À l’instar de la structure du livre d’André Vésale auquel son titre fait référence, De Humani Corporis Fabrica devait être découpé en sept séquences tournées dans sept pays et montrant sept opérations chirurgicales concernant différentes parties de l’anatomie (le squelette, les muscles, les viscères, le cerveau, le système nerveux, le système sanguin, le système respiratoire). Mais les réalisateurs ont abandonné cette idée, trop complexe à mettre en œuvre et qui risquait de figer leur approche.

Après s’être intéressé au cannibal japonais Issei Sagawa dans Caniba, Verena Paravel et Lucien Castaing-Taylor filment le corps humain comme on ne l’a jamais vu. « Comme dans nos autres films, on se tient à un seuil entre la beauté et l’horreur« , affirme Paravel. Le duo cherche toujours à réinterroger les tabous, à expérimenter pourquoi et en quoi il y a des interdits, des refoulements. Avec De Humani Corporis Fabrica, il s’agissait de se confronter à notre propre finitude, « au double sens du rapport à la mort à venir inéluctablement et de la clôture de chaque corps : clôture qui désigne à la fois le corps physique, l’enveloppe que nous vivons étanche de notre peau, et l’individu comme valeur, peut-être surévaluée, ou qui dissimule combien nous sommes aussi des êtres collectifs« .

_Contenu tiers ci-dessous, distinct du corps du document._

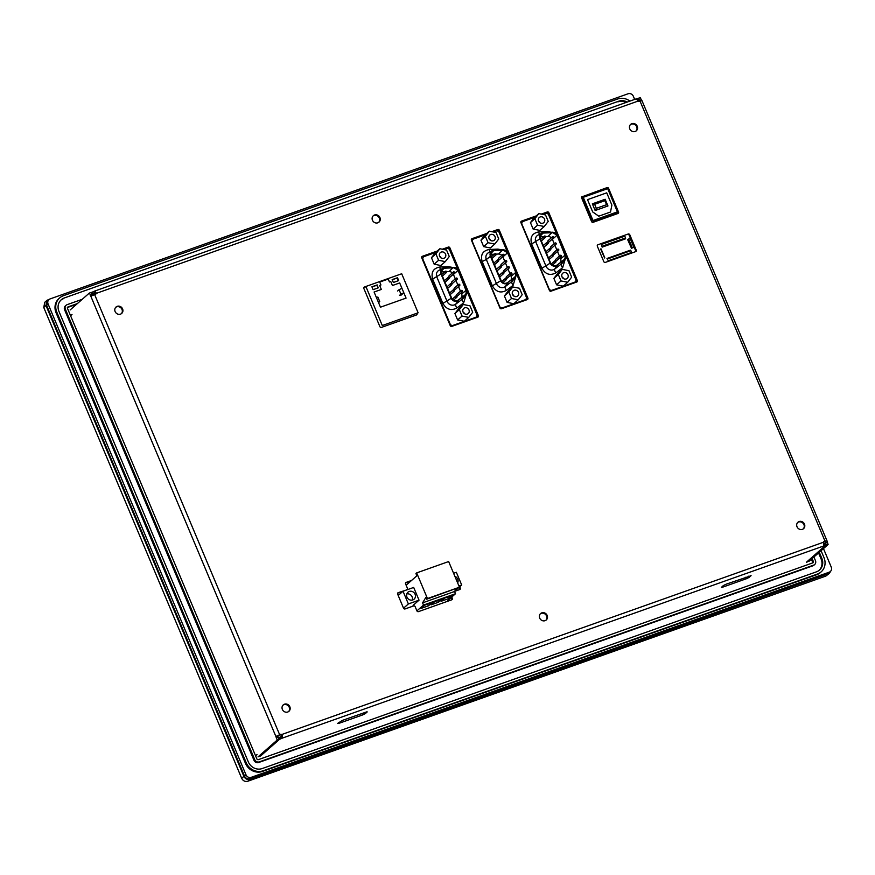 <?xml version="1.0" encoding="UTF-8"?>
<svg xmlns="http://www.w3.org/2000/svg" width="875" height="875" viewBox="0 0 875 875"><rect width="100%" height="100%" fill="white"/><g stroke="black" fill="none" stroke-linecap="round" stroke-linejoin="round"><path stroke-width="1.31" d="M823.408 542.489L825.038 541.439M255.566 755.803L257.009 754.545M277.703 736.345L280.503 734.344A1.225 1.116 -131.3 0 1 281.641 734.552L282.023 735.098A3.172 1.203 70.5 0 1 282.1 738.194L823.572 546.022A3.172 1.203 -109.5 0 0 823.484 542.916L823.419 542.27A1.225 1.116 -131.3 0 1 824.108 541.406L823.506 541.931M70.569 315.722L72.013 314.464M450.341 276.784A0.809 0.744 -131.3 0 1 449.006 276.752A0.809 0.744 -131.3 0 1 449.334 275.647M454.234 273.361A0.809 0.744 -131.3 0 1 453.392 272.016A0.809 0.744 -131.3 0 1 454.562 272.245A0.809 0.744 -131.3 0 1 454.234 273.361M452.933 282.964A0.809 0.744 -131.3 0 1 451.609 282.942A0.809 0.744 -131.3 0 1 451.938 281.827M456.794 278.961L456.553 278.381L456.794 278.961M455.536 289.144A0.809 0.744 -131.3 0 1 454.202 289.122A0.809 0.744 -131.3 0 1 454.53 288.006M459.43 285.72A0.809 0.744 -131.3 0 1 458.587 284.375A0.809 0.744 -131.3 0 1 459.758 284.605A0.809 0.744 -131.3 0 1 459.43 285.72M458.128 295.323A0.809 0.744 -131.3 0 1 456.805 295.302A0.809 0.744 -131.3 0 1 457.133 294.186M462.033 291.9A0.809 0.744 -131.3 0 1 461.191 290.555A0.809 0.744 -131.3 0 1 462.361 290.784A0.809 0.744 -131.3 0 1 462.033 291.9M453.994 290.609L453.753 290.03L453.994 290.609M451.434 285.009A0.809 0.744 -131.3 0 1 450.592 283.664A0.809 0.744 -131.3 0 1 451.763 283.894A0.809 0.744 -131.3 0 1 451.434 285.009M464.712 307.825A3.423 3.128 -131.3 0 1 468.278 313.512A3.423 3.128 -131.3 0 1 463.312 312.528A3.423 3.128 -131.3 0 1 464.712 307.825M464.581 313.764A3.423 3.128 48.7 0 0 463.039 312.014M441.273 252.055A3.423 3.128 -131.3 0 1 444.839 257.753A3.423 3.128 -131.3 0 1 439.873 256.769A3.423 3.128 -131.3 0 1 441.273 252.055M441.131 258.005A3.423 3.128 48.7 0 0 439.6 256.255M449.269 256.506L445.288 261.625L438.605 260.291L435.892 253.848L439.873 248.741L446.556 250.064L449.269 256.506M445.288 261.625L440.858 265.519L434.175 264.184L431.473 257.742L435.444 252.634L439.873 248.741M431.473 257.742L435.892 253.848M434.175 264.184L438.605 260.291M472.708 312.277L468.727 317.384L462.044 316.061L459.331 309.619L463.312 304.5L469.995 305.834L472.708 312.277M468.727 317.384L464.308 321.278L457.614 319.955L454.913 313.512L458.894 308.394L463.312 304.5M454.913 313.512L459.331 309.619M457.614 319.955L462.044 316.061M443.887 249.539L446.611 248.577A2.439 2.242 -131.3 0 1 449.684 250.042L476.733 314.398A2.439 2.242 -131.3 0 1 475.541 317.384L453.141 325.336A2.439 2.242 -131.3 0 1 450.067 323.859L423.019 259.514A2.439 2.242 -131.3 0 1 424.211 256.517L435.63 252.47M452.375 272.913A4.375 4.014 48.7 0 0 449.083 271.589L446.688 271.688M444.872 271.753L441.044 271.906M455.262 278.83L453.425 274.455A4.375 4.014 48.7 0 0 453.316 274.225M461.595 297.511A4.375 4.014 48.7 0 0 461.65 294.022L461.125 292.764M460.458 291.2L458.522 286.584M457.866 285.009L455.93 280.405M499.822 259.219A0.809 0.744 -131.3 0 1 498.488 259.197A0.809 0.744 -131.3 0 1 498.816 258.081M503.716 255.795A0.809 0.744 -131.3 0 1 502.873 254.45A0.809 0.744 -131.3 0 1 504.044 254.68A0.809 0.744 -131.3 0 1 503.716 255.795M502.414 265.398A0.809 0.744 -131.3 0 1 501.091 265.377A0.809 0.744 -131.3 0 1 501.419 264.261M506.319 261.975A0.809 0.744 -131.3 0 1 505.477 260.63A0.809 0.744 -131.3 0 1 506.647 260.859A0.809 0.744 -131.3 0 1 506.319 261.975M505.017 271.578A0.809 0.744 -131.3 0 1 503.683 271.556A0.809 0.744 -131.3 0 1 504.011 270.441M508.911 268.155A0.809 0.744 -131.3 0 1 508.069 266.809A0.809 0.744 -131.3 0 1 509.239 267.05A0.809 0.744 -131.3 0 1 508.911 268.155M507.609 277.769A0.809 0.744 -131.3 0 1 506.286 277.736A0.809 0.744 -131.3 0 1 506.614 276.631M511.514 274.334A0.809 0.744 -131.3 0 1 510.672 272.989A0.809 0.744 -131.3 0 1 511.842 273.23A0.809 0.744 -131.3 0 1 511.514 274.334M503.475 273.044L503.234 272.464L503.475 273.044M498.323 261.264A0.809 0.744 -131.3 0 1 497.481 259.919A0.809 0.744 -131.3 0 1 498.652 260.148A0.809 0.744 -131.3 0 1 498.323 261.264M500.916 267.444A0.809 0.744 -131.3 0 1 500.073 266.098A0.809 0.744 -131.3 0 1 501.244 266.328A0.809 0.744 -131.3 0 1 500.916 267.444M514.194 290.259A3.423 3.128 -131.3 0 1 517.759 295.947A3.423 3.128 -131.3 0 1 512.794 294.973A3.423 3.128 -131.3 0 1 514.194 290.259M514.062 296.198A3.423 3.128 48.7 0 0 512.52 294.459M490.755 234.5A3.423 3.128 -131.3 0 1 494.32 240.188A3.423 3.128 -131.3 0 1 489.355 239.203A3.423 3.128 -131.3 0 1 490.755 234.5M490.613 240.439A3.423 3.128 48.7 0 0 489.081 238.689M498.75 238.952L494.769 244.059L488.086 242.736L485.373 236.294L489.355 231.175L496.037 232.509L498.75 238.952M494.769 244.059L490.35 247.953L483.656 246.63L480.955 240.188L484.925 235.069L489.355 231.175M480.955 240.188L485.373 236.294M483.656 246.63L488.086 242.736M522.189 294.711L518.208 299.819L511.525 298.495L508.823 292.053L512.794 286.945L519.487 288.269L522.189 294.711M518.208 299.819L513.789 303.713L507.095 302.389L504.394 295.947L508.375 290.828L512.794 286.945M504.394 295.947L508.823 292.053M507.095 302.389L511.525 298.495M493.369 231.973L496.092 231.011A2.439 2.242 -131.3 0 1 499.166 232.488L526.214 296.844A2.439 2.242 -131.3 0 1 525.022 299.83L502.622 307.77A2.439 2.242 -131.3 0 1 499.548 306.305L472.5 241.948A2.439 2.242 -131.3 0 1 473.692 238.962L485.122 234.905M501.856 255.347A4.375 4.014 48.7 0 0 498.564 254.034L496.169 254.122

Au-delà des images chocs, le film montre la fragilité « de notre état sanitaire, à toutes les échelles, individuelles, familiales, amicales, et jusqu’au niveau de la planète. » Une vulnérabilité renforcée par la pandémie de Covid-19. Lucien Castaing-Taylor précise : « Le film voudrait inciter aussi à penser autrement à notre corps individuel et collectif, et aussi aux relations aux autres espèces – pas seulement les virus, qui sont à la fois à l’intérieur et à l’extérieur de chacun(e), mais l’ensemble des êtres. C’est une des dimensions politiques du film.« 

Les réalisateurs ont obtenu un accord de principe, sans contrepartie, de la direction des Hôpitaux du Nord de Paris pour pouvoir tourner. Ils ont été eux-mêmes étonnés de la bienveillance avec laquelle ils ont été reçu par les médecins et le personnel soignant. Il en a été de même pour les patients, comme l’explique Lucien Castaing-Taylor : « Surpris que notre présence soit non seulement acceptée, mais souvent souhaitée, nous avons réalisé que nous étions fréquemment perçus comme des sortes de témoins protecteurs, que notre présence, celle d’un tiers absolument pas lié à la pathologie, les rassurait. Y compris au cours des anesthésies, lorsqu’ils sont dénudés, sans défense.« 

Les réalisateurs ont d’abord essayé plusieurs modèles de caméras endoscopiques, mais elles manquaient d’autonomie car elles devaient rester attachées à une colonne ou à une prise. Désireux d’être plus libres dans leurs mouvements, ils ont demandé à un ami à Zurich, Patrick Lindenmaier, et à sa société, Andromeda, de leur fabriquer une très petite caméra avec une esthétique très proche de celle des optiques médicales, mais qui était complètement autonome. Lucien Castaing-Taylor précise : « Il s’agit d’une version modifiée d’une “ lipstick camera ”, matériel de prise de vue très petit et maniable, de la taille d’un bâton de rouge à lèvres. Pratiquement tout ce qui est filmé par nous l’a été avec cet appareil, qui donne aux images une plasticité qui les lie aux images filmées à l’intérieur par les outils des médecins et des chirurgiens, et qui constitue près de la moitié du film. Le but est d’inviter à percevoir les liants et les affinités entre intérieur et extérieur, entre corps du patient et corps médical« . Ils ont aussi utilisé les caméras scialytiques installées au-dessus de la table d’opération et qui enregistrent tout ce qui se passe, à des fins d’archives, d’enseignement, éventuellement aussi judiciaires, ainsi que des images filmées à l’intérieur des microscopes.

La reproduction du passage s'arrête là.